When you reach the line with "Before and after one commit to anirudhSK/drmt_talk, a" in the data below, begin printing lines exactly, and stop once the line with "Also in this commit, not shown: 2 other slides changed." has been printed.

*** Input records Section Begins ***

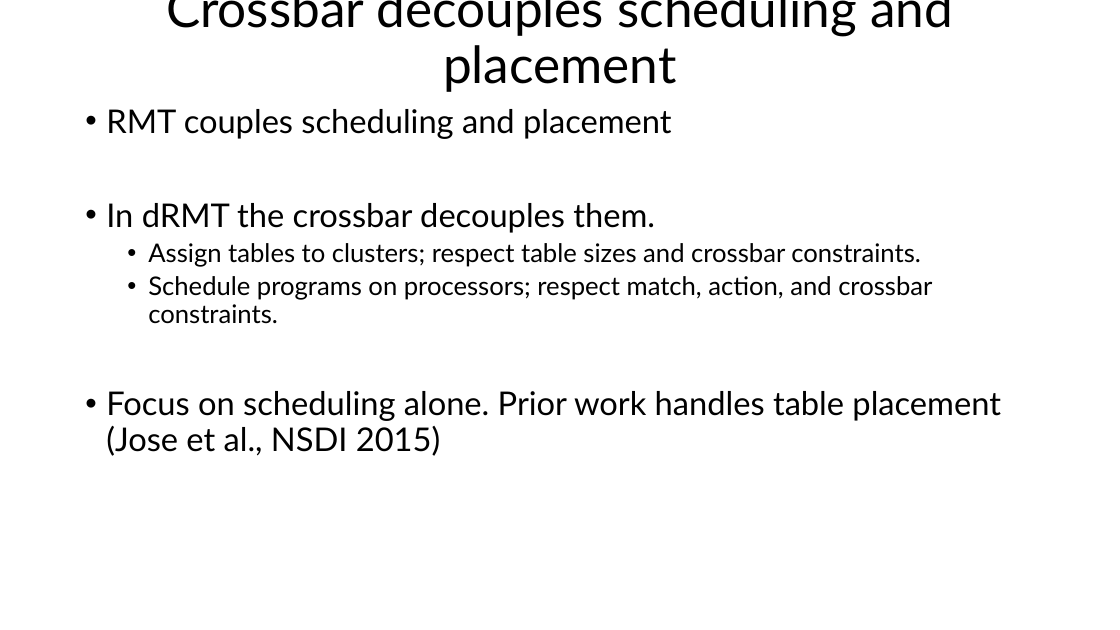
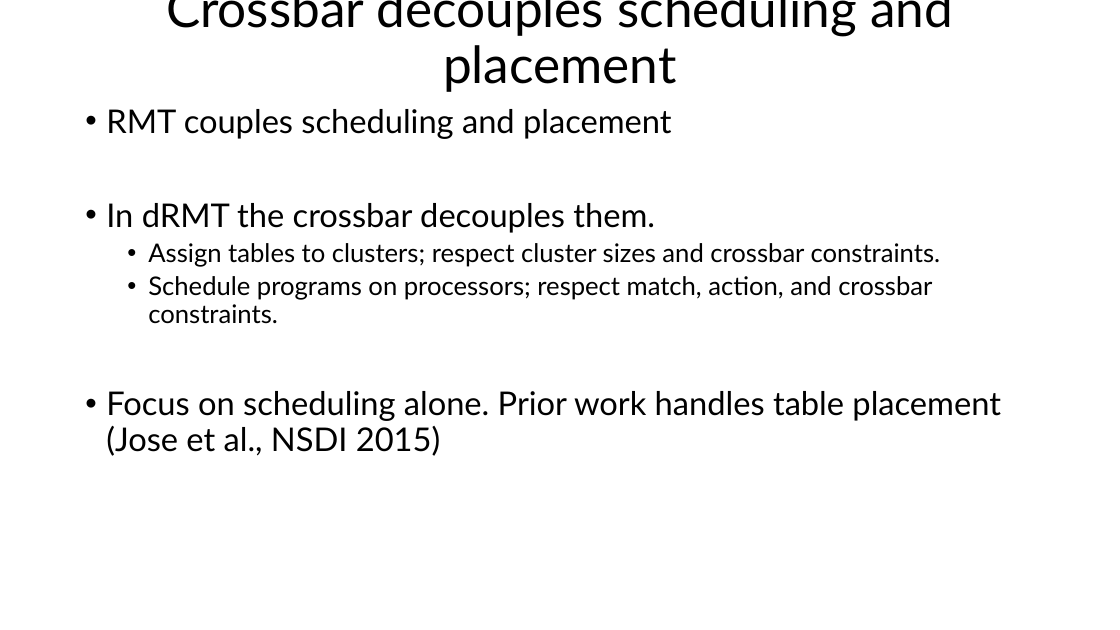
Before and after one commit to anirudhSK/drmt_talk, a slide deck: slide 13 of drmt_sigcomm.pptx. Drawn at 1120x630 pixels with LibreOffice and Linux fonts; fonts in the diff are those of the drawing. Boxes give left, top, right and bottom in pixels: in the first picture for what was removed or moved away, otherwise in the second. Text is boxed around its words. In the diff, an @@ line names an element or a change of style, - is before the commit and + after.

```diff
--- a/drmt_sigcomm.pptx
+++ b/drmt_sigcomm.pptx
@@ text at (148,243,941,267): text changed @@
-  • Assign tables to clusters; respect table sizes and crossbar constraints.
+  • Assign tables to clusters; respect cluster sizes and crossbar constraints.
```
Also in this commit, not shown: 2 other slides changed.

*** Input records Section Ends ***
*** Input records Section Begins ***

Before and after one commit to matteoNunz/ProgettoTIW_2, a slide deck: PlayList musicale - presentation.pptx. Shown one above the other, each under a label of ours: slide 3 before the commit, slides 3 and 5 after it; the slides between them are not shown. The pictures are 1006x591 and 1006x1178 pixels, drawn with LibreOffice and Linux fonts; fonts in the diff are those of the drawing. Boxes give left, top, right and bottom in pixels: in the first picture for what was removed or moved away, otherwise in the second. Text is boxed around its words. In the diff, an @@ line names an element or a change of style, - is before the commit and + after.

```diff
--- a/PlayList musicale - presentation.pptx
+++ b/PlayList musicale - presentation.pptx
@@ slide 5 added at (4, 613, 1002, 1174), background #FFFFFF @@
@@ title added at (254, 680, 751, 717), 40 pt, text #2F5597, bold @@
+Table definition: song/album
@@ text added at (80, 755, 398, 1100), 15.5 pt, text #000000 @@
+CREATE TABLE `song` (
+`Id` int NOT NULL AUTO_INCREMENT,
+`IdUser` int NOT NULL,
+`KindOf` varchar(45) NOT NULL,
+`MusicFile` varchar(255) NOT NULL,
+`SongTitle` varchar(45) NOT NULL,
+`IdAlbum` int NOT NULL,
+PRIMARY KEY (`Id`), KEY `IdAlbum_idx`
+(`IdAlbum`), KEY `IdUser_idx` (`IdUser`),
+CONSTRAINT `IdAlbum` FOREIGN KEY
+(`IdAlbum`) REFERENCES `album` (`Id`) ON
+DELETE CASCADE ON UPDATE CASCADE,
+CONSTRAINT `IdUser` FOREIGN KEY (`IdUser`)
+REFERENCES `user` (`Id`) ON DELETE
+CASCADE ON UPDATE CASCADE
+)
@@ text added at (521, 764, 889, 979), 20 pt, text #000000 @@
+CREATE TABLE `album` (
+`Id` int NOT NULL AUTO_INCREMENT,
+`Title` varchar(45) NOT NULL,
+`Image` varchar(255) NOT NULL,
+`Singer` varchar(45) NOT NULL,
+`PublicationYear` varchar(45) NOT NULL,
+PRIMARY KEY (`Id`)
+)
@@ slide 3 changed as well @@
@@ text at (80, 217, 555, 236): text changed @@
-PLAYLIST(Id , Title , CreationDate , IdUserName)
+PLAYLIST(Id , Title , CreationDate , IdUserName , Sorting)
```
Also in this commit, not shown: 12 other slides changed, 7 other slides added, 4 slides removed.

*** Input records Section Ends ***
*** Input records Section Begins ***

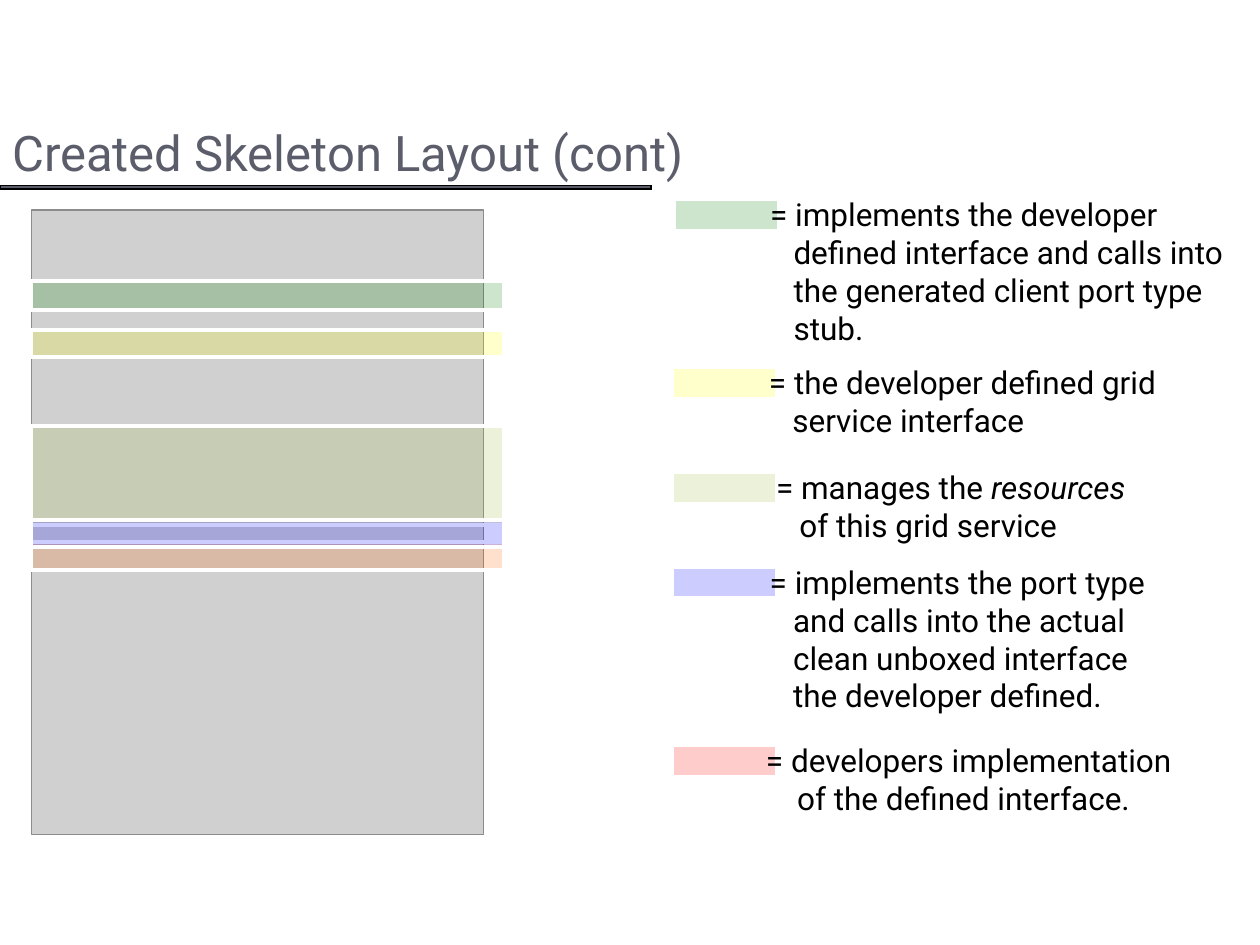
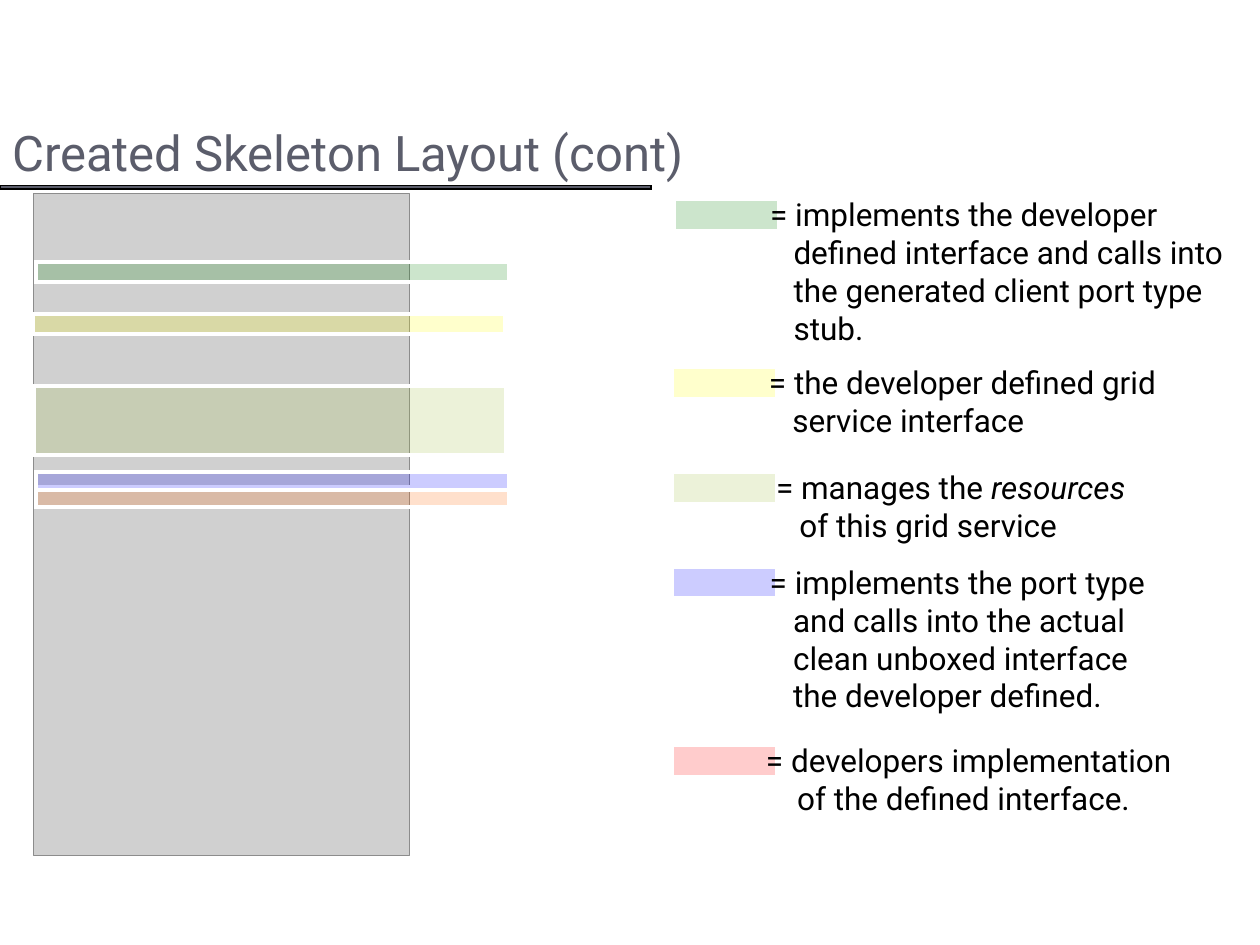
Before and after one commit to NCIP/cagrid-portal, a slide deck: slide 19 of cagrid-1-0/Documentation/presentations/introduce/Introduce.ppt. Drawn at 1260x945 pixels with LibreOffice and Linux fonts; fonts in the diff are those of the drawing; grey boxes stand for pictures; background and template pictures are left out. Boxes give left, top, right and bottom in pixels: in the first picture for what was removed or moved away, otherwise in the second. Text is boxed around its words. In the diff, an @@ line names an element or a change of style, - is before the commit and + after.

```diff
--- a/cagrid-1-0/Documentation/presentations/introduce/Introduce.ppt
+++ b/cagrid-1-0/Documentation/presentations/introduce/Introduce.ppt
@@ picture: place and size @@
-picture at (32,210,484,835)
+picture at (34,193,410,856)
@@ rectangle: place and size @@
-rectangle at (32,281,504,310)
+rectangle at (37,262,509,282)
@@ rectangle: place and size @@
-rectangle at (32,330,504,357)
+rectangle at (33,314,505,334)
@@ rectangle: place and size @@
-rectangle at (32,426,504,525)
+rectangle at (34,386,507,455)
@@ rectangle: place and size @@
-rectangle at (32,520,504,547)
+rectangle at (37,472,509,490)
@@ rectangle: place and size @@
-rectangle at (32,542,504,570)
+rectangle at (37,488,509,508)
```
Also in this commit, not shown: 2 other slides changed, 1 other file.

*** Input records Section Ends ***

• Answer box:
Before and after one commit to anirudhSK/drmt_talk, a slide deck: slide 13 of drmt_sigcomm.pptx. Drawn at 1120x630 pixels with LibreOffice and Linux fonts; fonts in the diff are those of the drawing. Boxes give left, top, right and bottom in pixels: in the first picture for what was removed or moved away, otherwise in the second. Text is boxed around its words. In the diff, an @@ line names an element or a change of style, - is before the commit and + after.

```diff
--- a/drmt_sigcomm.pptx
+++ b/drmt_sigcomm.pptx
@@ text at (148,243,941,267): text changed @@
-  • Assign tables to clusters; respect table sizes and crossbar constraints.
+  • Assign tables to clusters; respect cluster sizes and crossbar constraints.
```
Also in this commit, not shown: 2 other slides changed.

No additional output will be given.